Although Chandra retired from Memorial University of Newfoundland (MUN) under a cloud of suspicion, university officials did not charge him with research fraud. At least one university administrator admitted that Chandra's allegations of bias and threats of a lawsuit led to the termination of the university's investigation. Marilyn Harvey would later enter into legal proceedings against Memorial University, claiming that the lack of action by MUN against Chandra caused people to erroneously believe that her allegations against Chandra were unfounded. In response to the scandal, Memorial University later created the "Marilyn Harvey Award to Recognize the Importance of Research Ethics."

In 2015, Chandra filed a lawsuit against the CBC seeking damages for libel in relation to a news segment entitled "The Secret Life of Dr. Chandra," which detailed many of the allegations of scientific and medical fraud (see below) against Chandra. The Ontario Superior Court ruled that the CBC's defence, based upon fair comment and responsible journalism, were allowed to go to the jury. The jury found that the substance of the CBC broadcast was true, and dismissed Chandra's claim that in preparing the program the CBC had invaded his privacy. The court also ordered Chandra to pay $1.6 million to cover the CBC's legal fees. The presiding judge, Justice Graeme Mew, wrote in the opinion of the court: "Tactically, Dr. Chandra played a high stakes game. The phrase, 'live by the sword, die by the sword' comes to mind. In the end, he failed abjectly."

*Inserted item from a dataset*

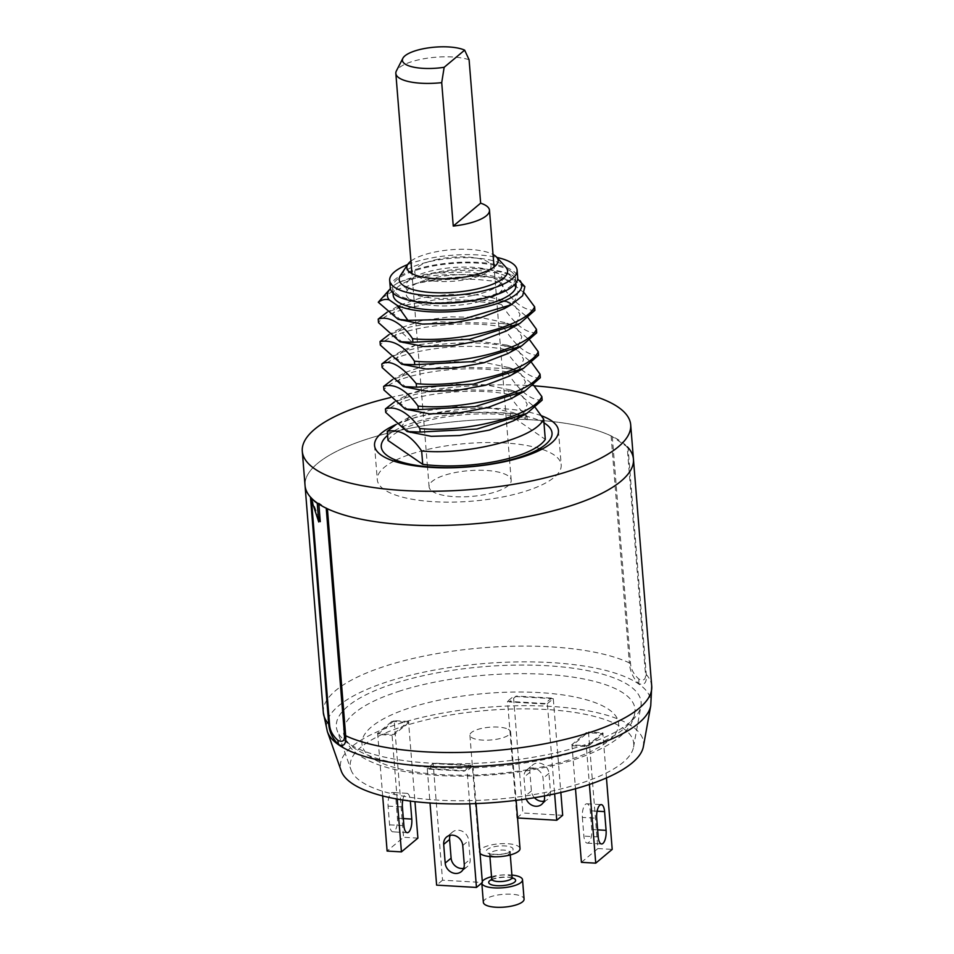 <?xml version="1.0" encoding="UTF-8"?>
<svg xmlns="http://www.w3.org/2000/svg" width="954" height="954" viewBox="0 0 954 954"><rect width="100%" height="100%" fill="white"/><g stroke="black" fill="none" stroke-linecap="round" stroke-linejoin="round"><path stroke-width="0.72" stroke-dasharray="4.77 3.58" d="M387.574 435.429A85.657 26.891 175.4 0 1 433.891 417.363A85.657 26.891 175.4 0 1 543.971 422.849M387.98 440.426A80.589 25.305 175.4 0 1 510.545 415.467L545.294 439.377M410.458 432.734L402.004 425.615L409.194 417.232L429.193 410.351L457.443 406.607L487.53 407.227L512.62 412.486L524.151 418.579L527.025 416.182C520.956 410.924 514.91 403.673 508.852 394.419L508.577 390.878L516.818 392.189L535.433 407.74M527.025 416.182L527.312 419.76L524.151 418.579M510.545 415.467L510.378 413.32L518.642 414.644L527.312 419.76M409.194 417.232L395.516 424.792L416.993 416.826L446.687 411.615L510.378 413.32M408.646 410.292L400.203 403.16L407.394 394.777L393.728 402.338L415.205 394.372L444.886 389.172L508.577 390.878M508.852 394.419C464.705 385.416 395.218 396.924 385.726 412.426M542.146 400.155C531.008 400.608 519.31 391.212 507.051 371.965L506.765 368.423L515.017 369.747L533.632 385.285M406.833 387.837L398.39 380.706L405.593 372.322L391.927 379.883L413.404 371.917L443.085 366.718L506.765 368.423M507.051 371.965C462.082 362.878 393.096 374.731 383.925 389.971M540.334 377.712C536.243 378.929 530.019 376.281 521.671 369.782C514.79 362.878 509.317 356.116 505.25 349.522L504.964 345.98L513.204 347.292L531.819 362.842M405.033 365.394L396.59 358.263L403.792 349.879L390.126 357.428L403.792 351.728C429.574 343.082 474.221 340.006 504.964 345.98M505.25 349.522C460.186 340.399 390.985 352.408 382.113 367.528M538.533 355.258C527.359 355.675 515.661 346.278 503.438 327.067L503.152 323.525L511.404 324.849L530.019 340.387M503.438 327.067C472.874 321.093 428.155 324.157 402.266 332.815C391.033 336.523 383.711 340.614 380.312 345.074M403.232 342.939L394.777 335.82L401.98 327.437L388.314 334.985L409.791 327.019L439.472 321.82L503.152 323.525M536.72 332.815C525.737 333.375 514.039 323.978 501.637 304.612L501.351 301.082L509.591 302.394L528.206 317.944M501.637 304.612C457.526 295.609 387.968 307.14 378.499 322.631M401.419 320.496L392.976 313.365L400.167 304.994L386.489 312.542L407.966 304.576L437.647 299.377L501.351 301.082M534.92 310.36C523.543 310.646 511.845 301.249 499.824 282.169L499.538 278.628L507.79 279.939L524.306 292.95M499.824 282.169C472.504 277.674 444.671 278.091 416.314 283.421L393.907 290.493L380.694 298.829M524.867 286.605C521.886 286.355 516.639 282.312 509.102 274.478L511.785 274.943A67.412 21.167 -4.6 0 0 472.29 268.479C457.932 268.801 444.528 270.387 432.079 273.261C417.804 275.623 406.499 278.806 398.176 282.789C412.724 275.968 455.726 271.389 492.646 277.507A80.589 25.305 -4.6 0 0 416.314 283.421M492.646 277.507L499.538 278.628M398.176 282.789A67.412 21.167 -4.6 0 0 390.627 288.37A67.412 21.167 -4.6 0 0 390.389 288.621L390.627 288.37M511.785 274.943L517.664 278.997M409.85 299.353A48.594 15.264 -4.6 0 0 473.172 303.026A48.594 15.264 -4.6 0 0 499.347 281.132A48.594 15.264 -4.6 0 0 436.014 277.459A48.594 15.264 -4.6 0 0 409.85 299.353M509.102 274.478C499.216 271.031 486.945 269.04 472.29 268.479M432.079 273.261L469.499 271.938L501.768 277.781L513.646 284.161L518.225 291.996L514.957 300.45L504.249 308.655M400.167 304.994L420.154 298.113L448.392 294.357L478.479 294.977L503.581 300.236L515.446 306.616L520.025 314.438L516.758 322.905L506.061 331.098M401.98 327.437L421.966 320.556L450.216 316.811L480.303 317.432L505.393 322.69L517.259 329.07L521.838 336.893L518.559 345.348L507.862 353.552M403.792 349.879L415.24 345.241L461.712 338.944L507.182 345.133L519.059 351.513L523.639 359.336L520.383 367.791L509.686 375.983M405.593 372.322L425.591 365.454L453.83 361.709L483.916 362.329L509.007 367.588L520.872 373.968L525.451 381.791L522.172 390.258L511.463 398.45M407.394 394.777L427.38 387.908L455.618 384.152L485.693 384.772L510.795 390.019L522.673 396.399L527.252 404.234L523.984 412.688L513.3 420.893M323.311 712.519A164.732 51.719 175.4 0 1 442.62 652.667A164.732 51.719 175.4 0 1 629.354 662.875C630.01 671.222 633.11 678.127 638.667 683.577C644.415 685.735 646.955 682.73 646.299 674.538L628.042 447.557M643.378 746.588A152.103 47.76 -4.6 0 0 632.037 726.292A152.103 47.76 175.4 0 0 454.342 711.135A152.103 47.76 175.4 0 0 341.21 770.904M351 769.854A142.218 44.659 175.4 0 0 361.017 781.469A142.218 44.659 -4.6 0 0 515.685 797.246A142.218 44.659 -4.6 0 0 633.539 747.125A142.218 44.659 -4.6 0 0 622.938 728.152A142.218 44.659 175.4 0 0 456.787 713.974A142.218 44.659 175.4 0 0 351 769.854L337.179 730.609A152.878 47.998 175.4 0 1 450.896 670.543A152.878 47.998 175.4 0 1 629.509 685.771A152.878 47.998 175.4 0 1 640.909 706.175A152.878 47.998 175.4 0 1 514.218 760.052A152.878 47.998 175.4 0 1 347.948 743.094A152.878 47.998 175.4 0 1 337.179 730.609M612.277 436.562L630.534 663.543C631.071 669.374 633.838 674.538 638.834 679.033C643.783 681.287 645.989 679.546 645.453 673.81L627.183 446.818L612.277 436.562A19.772 6.201 -4.6 0 0 611.097 435.895A164.732 51.719 -4.6 0 0 424.351 425.687A164.732 51.719 -4.6 0 0 305.053 485.538A164.732 51.719 175.4 0 1 406.261 428.978A164.732 51.719 175.4 0 1 633.444 459.112M318.851 504.082L318.767 502.973L326.232 508.208M311.529 498.608L318.314 516.508M469.094 59.732A41.177 12.927 -4.6 0 0 452.566 56.99A41.177 12.927 -4.6 0 0 396.399 70.894M430.492 489.796A41.177 12.927 175.4 0 1 429.097 486.85A41.177 12.927 175.4 0 1 449.584 473.816A41.177 12.927 175.4 0 1 485.836 470.429A41.177 12.927 175.4 0 1 511.201 480.244A41.177 12.927 175.4 0 1 454.474 496.676A41.177 12.927 175.4 0 1 430.492 489.796M391.891 721.391L408.896 722.381L394.336 734.556L377.343 733.566L391.891 721.391M551.543 698.101L544.519 703.98L509.293 701.929L516.329 696.05L551.543 698.101M588.642 745.825L571.649 744.847L586.197 732.66L603.202 733.65L588.642 745.825M429.002 769.115L436.026 763.236L471.24 765.287L464.216 771.166L429.002 769.115M400.394 690.827A146.224 45.911 -4.6 0 0 344.394 736.631A146.224 45.911 -4.6 0 0 432.365 767.421A146.224 45.911 -4.6 0 0 578.1 750.965A146.224 45.911 -4.6 0 0 634.756 713.27A146.224 45.911 -4.6 0 0 557.804 675.289A146.224 45.911 -4.6 0 0 400.394 690.827M517.557 817.983L516.925 817.948L507.54 701.333L547.369 703.647L554.632 793.883M526.203 798.987A10.351 8.98 50.1 0 1 525.487 795.91L523.984 777.212A10.351 8.98 50.1 0 1 526.87 769.83A10.351 8.98 50.1 0 1 536.887 769.151A10.351 8.98 50.1 0 1 543.053 778.309L544.46 795.946M547.369 703.647L553.296 698.698L560.845 792.488M553.296 698.698L513.467 696.384L507.54 701.333M562.681 815.3L522.852 812.987L513.467 696.384M534.443 797.711A10.351 8.98 50.1 0 1 531.402 790.961L529.899 772.251A10.351 8.98 50.1 0 1 532.797 764.869A10.351 8.98 50.1 0 1 542.814 764.202A10.351 8.98 50.1 0 1 548.967 773.36L550.47 792.07A10.351 8.98 50.1 0 1 547.584 799.452A10.351 8.98 50.1 0 1 543.971 801.157M516.925 817.948L522.852 812.987M581.415 862.333L597.872 848.559L588.487 731.945L572.03 745.718L575.489 788.743M582.369 817.399L583.884 836.098A10.351 3.983 93.3 0 0 587.223 843.133A10.351 3.983 93.3 0 0 591.754 829.503L590.252 810.805A10.351 3.983 93.3 0 0 586.913 803.769A10.351 3.983 93.3 0 0 582.369 817.399L596.703 818.222M572.03 745.718L586.352 746.553L589.405 784.45M586.352 746.553L602.821 732.779L588.487 731.945M606.446 777.927L602.821 732.779M597.872 848.559L612.206 849.382M476.034 803.602L473.005 765.883L433.164 763.57L442.549 880.184L482.378 882.486M463.68 868.343A10.351 8.98 -129.9 0 0 467.281 866.637A10.351 8.98 -129.9 0 0 470.179 859.256L468.676 840.546A10.351 8.98 -129.9 0 0 462.511 831.387A10.351 8.98 -129.9 0 0 452.506 832.055A10.351 8.98 -129.9 0 0 450.181 835.31M433.164 763.57L427.249 768.519L430.015 803.018M442.549 880.184L436.622 885.133M427.249 768.519L467.078 770.832L473.005 765.883M469.726 803.805L467.078 770.832M397.186 799.07L392.058 735.272L408.515 721.498L414.966 801.658M402.791 800.012A10.351 3.983 -86.7 0 1 406.941 793.323A10.351 3.983 -86.7 0 1 410.28 800.358L410.339 801.098M408.515 721.498L394.181 720.664L403.566 837.278L387.109 851.051M417.9 838.113L403.566 837.278M394.181 720.664L377.724 734.437L392.058 735.272M382.673 795.934L377.724 734.437M395.946 799.524L397.448 818.234A10.351 3.983 -86.7 0 1 392.917 831.852A10.351 3.983 -86.7 0 1 389.578 824.828L388.063 806.118A10.351 3.983 -86.7 0 1 392.607 792.488A10.351 3.983 -86.7 0 1 395.946 799.524L410.28 800.358M506.419 728.522A20.428 6.416 -4.6 0 0 483.475 728.033A20.428 6.416 -4.6 0 0 469.905 735.248A20.428 6.416 -4.6 0 0 474.126 738.694A20.428 6.416 -4.6 0 0 497.07 739.183A20.428 6.416 -4.6 0 0 510.628 731.968A20.428 6.416 -4.6 0 0 506.419 728.522M480.041 853.377A20.428 6.416 175.4 0 1 479.29 851.862A20.428 6.416 175.4 0 1 492.86 844.648A20.428 6.416 175.4 0 1 515.804 845.125A20.428 6.416 -4.6 0 1 520.013 848.583M481.794 882.975A20.428 6.416 175.4 0 1 482.295 881.424M491.537 876.678A20.428 6.416 175.4 0 1 511.893 875.045M483.356 902.365A20.428 6.416 175.4 0 1 496.915 895.162A20.428 6.416 175.4 0 1 519.87 895.639A20.428 6.416 -4.6 0 1 524.08 899.085M393.191 295.18A61.605 19.342 175.4 0 1 441.833 272.188A61.605 19.342 175.4 0 1 511.332 278.687A61.605 19.342 175.4 0 1 516.007 285.306M510.736 271.21A61.605 19.342 -4.6 0 0 441.225 264.711A61.605 19.342 -4.6 0 0 392.583 287.703A61.605 19.342 -4.6 0 0 397.258 294.309A61.605 19.342 -4.6 0 0 466.768 300.808A61.605 19.342 -4.6 0 0 515.41 277.817A61.605 19.342 -4.6 0 0 510.736 271.21M407.656 264.58A63.918 20.07 -4.6 0 1 428.954 258.462A63.918 20.07 175.4 0 1 496.831 257.401M390.281 287.881A63.918 20.07 -4.6 0 1 429.562 265.939A63.918 20.07 175.4 0 1 517.7 277.638M400.453 275.432A54.366 17.065 -4.6 0 1 432.615 260.967A54.366 17.065 175.4 0 1 505.68 266.977M410.935 261.098A45.78 14.37 -4.6 0 1 434.988 252.011A45.78 14.37 175.4 0 1 493.039 254.491M438.291 259.178A38.22 11.997 -4.6 0 0 419.462 277.423A38.22 11.997 -4.6 0 0 467.52 279.283A38.22 11.997 -4.6 0 0 487.232 271.973A38.22 11.997 -4.6 0 0 480.589 258.951A38.22 11.997 -4.6 0 0 438.291 259.178M472.564 295.537A48.559 15.252 175.4 0 1 409.278 291.864A48.559 15.252 175.4 0 1 435.429 269.982A48.559 15.252 175.4 0 1 498.715 273.655A48.559 15.252 175.4 0 1 472.564 295.537M390.174 397.627A164.732 51.719 175.4 0 1 403.506 394.682A164.732 51.719 175.4 0 1 534.073 385.857M541.371 415.729A92.252 28.966 -4.6 0 0 431.22 413.762A92.252 28.966 -4.6 0 0 396.184 424.399M393.895 461.128A92.252 28.966 -4.6 0 0 377.295 479.731A92.252 28.966 -4.6 0 0 504.523 496.605A92.252 28.966 -4.6 0 0 561.202 464.932A92.252 28.966 -4.6 0 0 541.848 449.227M539.737 448.559A92.252 28.966 -4.6 0 0 433.975 448.058A92.252 28.966 -4.6 0 0 395.862 460.126M402.266 332.815L415.24 345.241L403.792 351.728M651.713 686.105A164.732 51.719 -4.6 0 0 646.299 674.538A19.772 6.201 -4.6 0 0 645.453 673.81M650.747 705.638A162.764 51.111 -4.6 0 0 638.62 683.923A162.764 51.111 175.4 0 0 448.452 667.705A162.764 51.111 175.4 0 0 327.389 731.658M611.097 435.895L629.354 662.875A19.772 6.201 175.4 0 1 630.534 663.543M311.517 500.397L311.362 498.441M638.667 683.577A19.772 17.506 124.5 0 0 638.834 679.033M568.489 760.076A128.73 40.414 175.4 0 1 388.505 765.692A128.73 40.414 175.4 0 1 412.056 707.141A128.73 40.414 175.4 0 1 592.029 701.524A128.73 40.414 175.4 0 1 568.489 760.076M550.47 792.07L544.555 797.019M548.967 773.36L543.053 778.309M531.402 790.961L525.487 795.91M529.899 772.251L523.984 777.212M598.206 836.932L583.884 836.098M597.645 829.849L591.754 829.503M597.109 811.198L590.252 810.805M464.252 864.205L470.179 859.256M462.75 845.494L468.676 840.546M397.448 818.234L403.339 818.58M389.578 824.828L403.9 825.651M388.063 806.118L402.397 806.953M488.973 853.58A13.511 4.245 -4.6 0 0 507.862 852.995A13.511 4.245 -4.6 0 0 510.33 846.854A13.511 4.245 -4.6 0 0 491.441 847.438A13.511 4.245 -4.6 0 0 488.973 853.58M491.835 855.881A10.208 3.208 -4.6 0 0 503.307 856.12A10.208 3.208 -4.6 0 0 510.08 852.518A10.208 3.208 -4.6 0 0 507.981 850.789A10.208 3.208 -4.6 0 0 496.509 850.551A10.208 3.208 -4.6 0 0 489.724 854.152A10.208 3.208 -4.6 0 0 491.835 855.881M512.095 877.465A10.208 3.208 -4.6 0 0 509.985 875.736A10.208 3.208 -4.6 0 0 498.513 875.498A10.208 3.208 -4.6 0 0 491.727 879.099M512.155 877.823A13.511 4.245 -4.6 0 0 491.727 879.469M509.591 302.394L503.581 300.236M511.404 324.849L505.393 322.69M501.768 277.781L507.79 279.939M507.182 345.133L513.204 347.292M509.007 367.588L515.017 369.747M510.795 390.031L516.818 392.189M512.62 412.486L518.63 414.644M633.539 747.125L640.909 706.175M429.097 486.85L427.523 467.174M427.475 466.709L411.949 273.607M511.201 480.244L509.615 460.567M509.579 460.102L494.041 267.001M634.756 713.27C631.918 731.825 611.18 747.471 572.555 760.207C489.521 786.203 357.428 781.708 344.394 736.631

Chandra had been appointed in 1989 as an Officer in the Order of Canada. His membership in the Order of Canada was terminated on December 3, 2015.

== Investigation by College of Physicians and Surgeons of Ontario ==
Chandra is listed in the official directory of the College of Physicians and Surgeons of Ontario (CPSO) with a revocation of registration effective June 18, 2018. The Discipline Committee of the CPSO investigated allegations of fraud against Chandra, and found that he engaged in a multi-year scheme to defraud the Ontario Health Insurance Plan (OHIP) of over $2 million. College prosecutor Elisabeth Widner said, "[Chandra] targeted OHIP in a calculated fraud in which he used and induced patients and staff members by furnishing them with money and cheques for improper use in a billing scheme ... There was little to no medical services provided for the $2 million-plus..." The Committee report stated that Chandra's actions could be "reasonably [...] regarded by members as disgraceful, dishonourable or unprofessional." Along with revocation of Chandra's certificate of registration, the Committee ordered Chandra to pay over $51,000 in fines and College costs.